** Dataset excerpts follows **
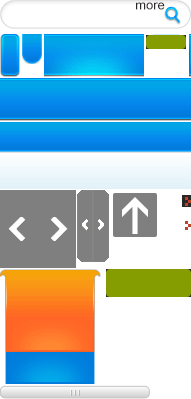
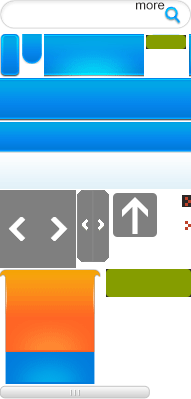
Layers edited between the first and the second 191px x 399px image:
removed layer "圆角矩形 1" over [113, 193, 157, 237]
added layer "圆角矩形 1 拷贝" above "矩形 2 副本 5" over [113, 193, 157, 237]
** End of Dataset excerpts **
** Dataset excerpts follows **
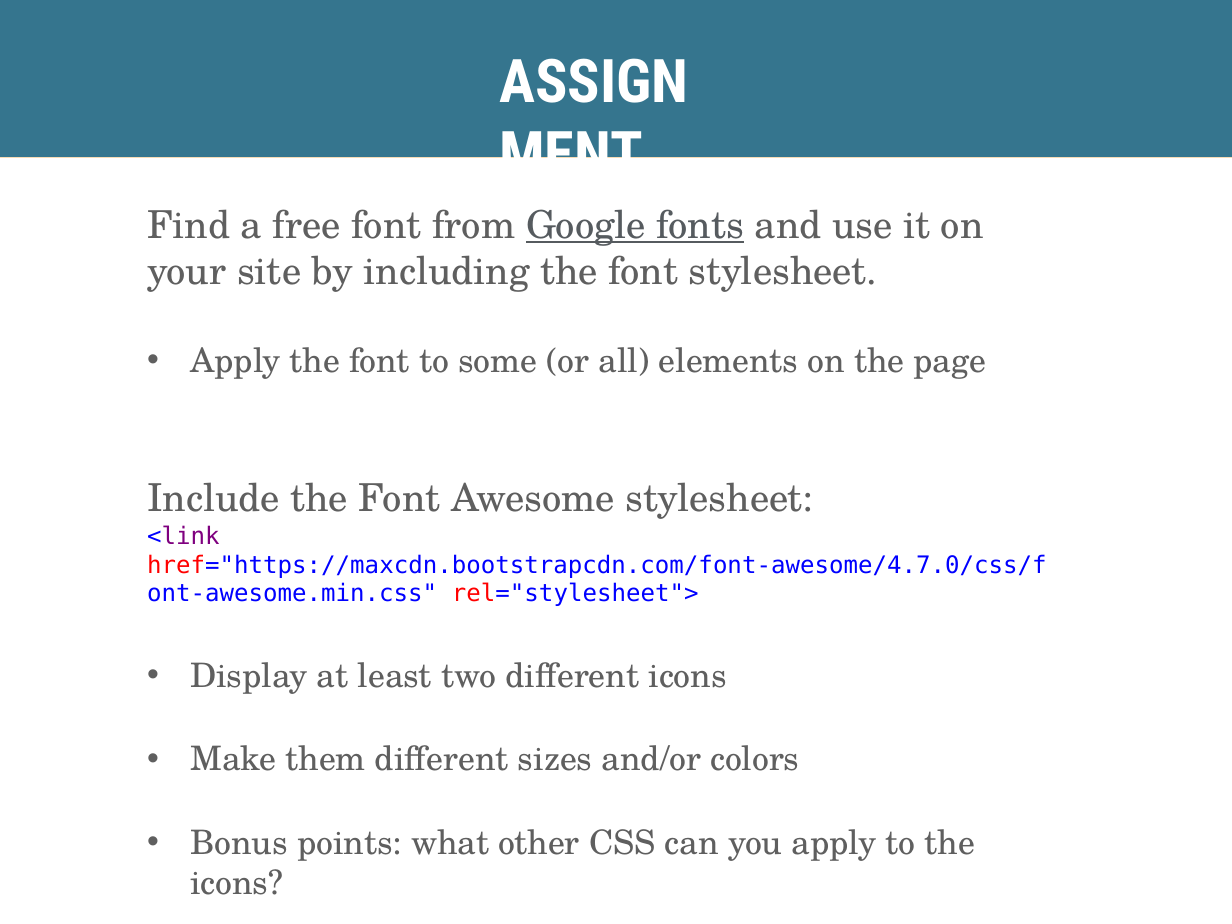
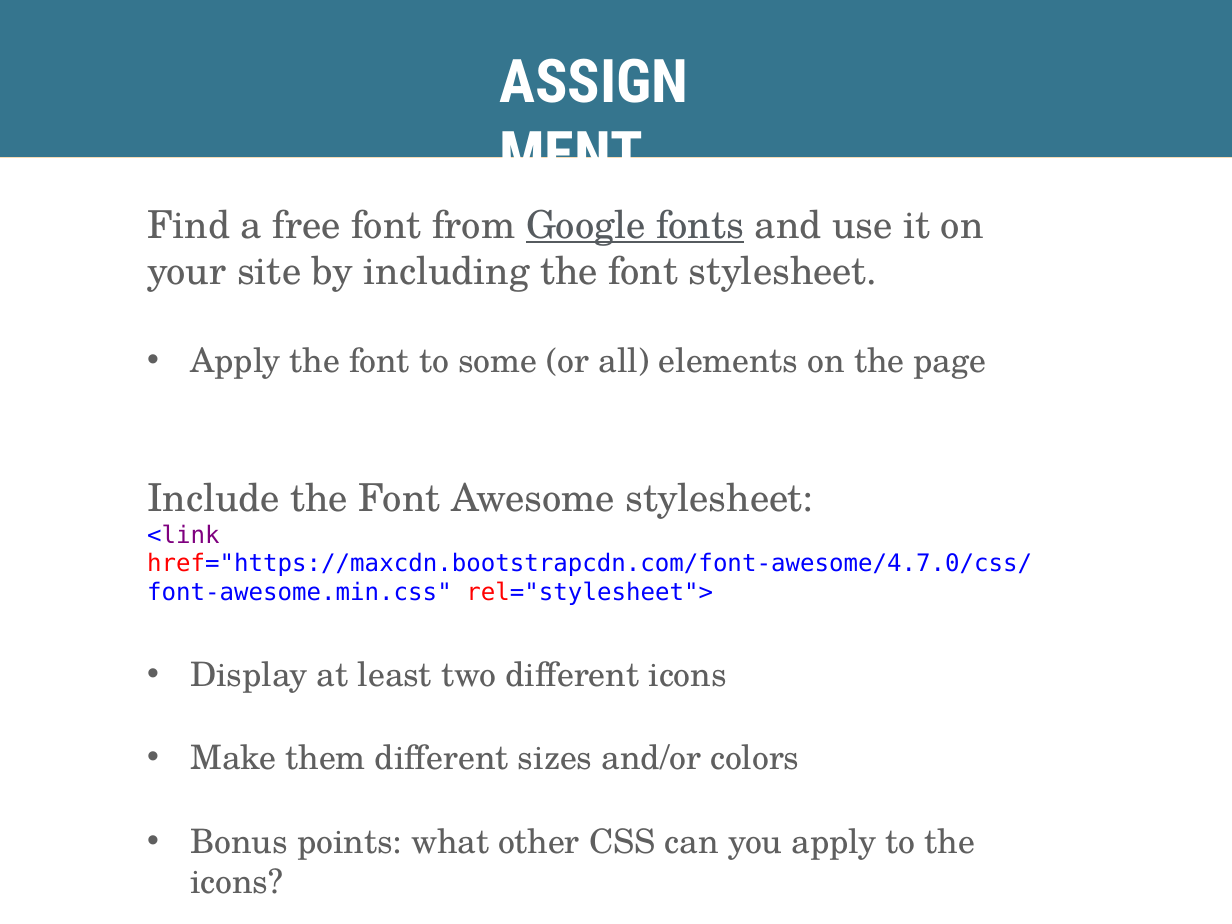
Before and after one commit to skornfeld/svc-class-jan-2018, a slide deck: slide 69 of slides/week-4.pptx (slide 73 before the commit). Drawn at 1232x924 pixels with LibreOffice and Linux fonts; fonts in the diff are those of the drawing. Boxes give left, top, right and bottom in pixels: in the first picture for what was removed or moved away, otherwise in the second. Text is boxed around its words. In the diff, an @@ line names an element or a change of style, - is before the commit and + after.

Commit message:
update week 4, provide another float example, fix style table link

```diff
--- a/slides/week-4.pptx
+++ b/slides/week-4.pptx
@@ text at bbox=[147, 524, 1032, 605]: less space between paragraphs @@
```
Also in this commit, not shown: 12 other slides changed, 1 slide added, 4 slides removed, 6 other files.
** End of Dataset excerpts **
• [Assigned task] For each line of the entries that contains the word "added", make a copy.

• [Written response]
added layer "圆角矩形 1 拷贝" above "矩形 2 副本 5" over [113, 193, 157, 237]
Also in this commit, not shown: 12 other slides changed, 1 slide added, 4 slides removed, 6 other files.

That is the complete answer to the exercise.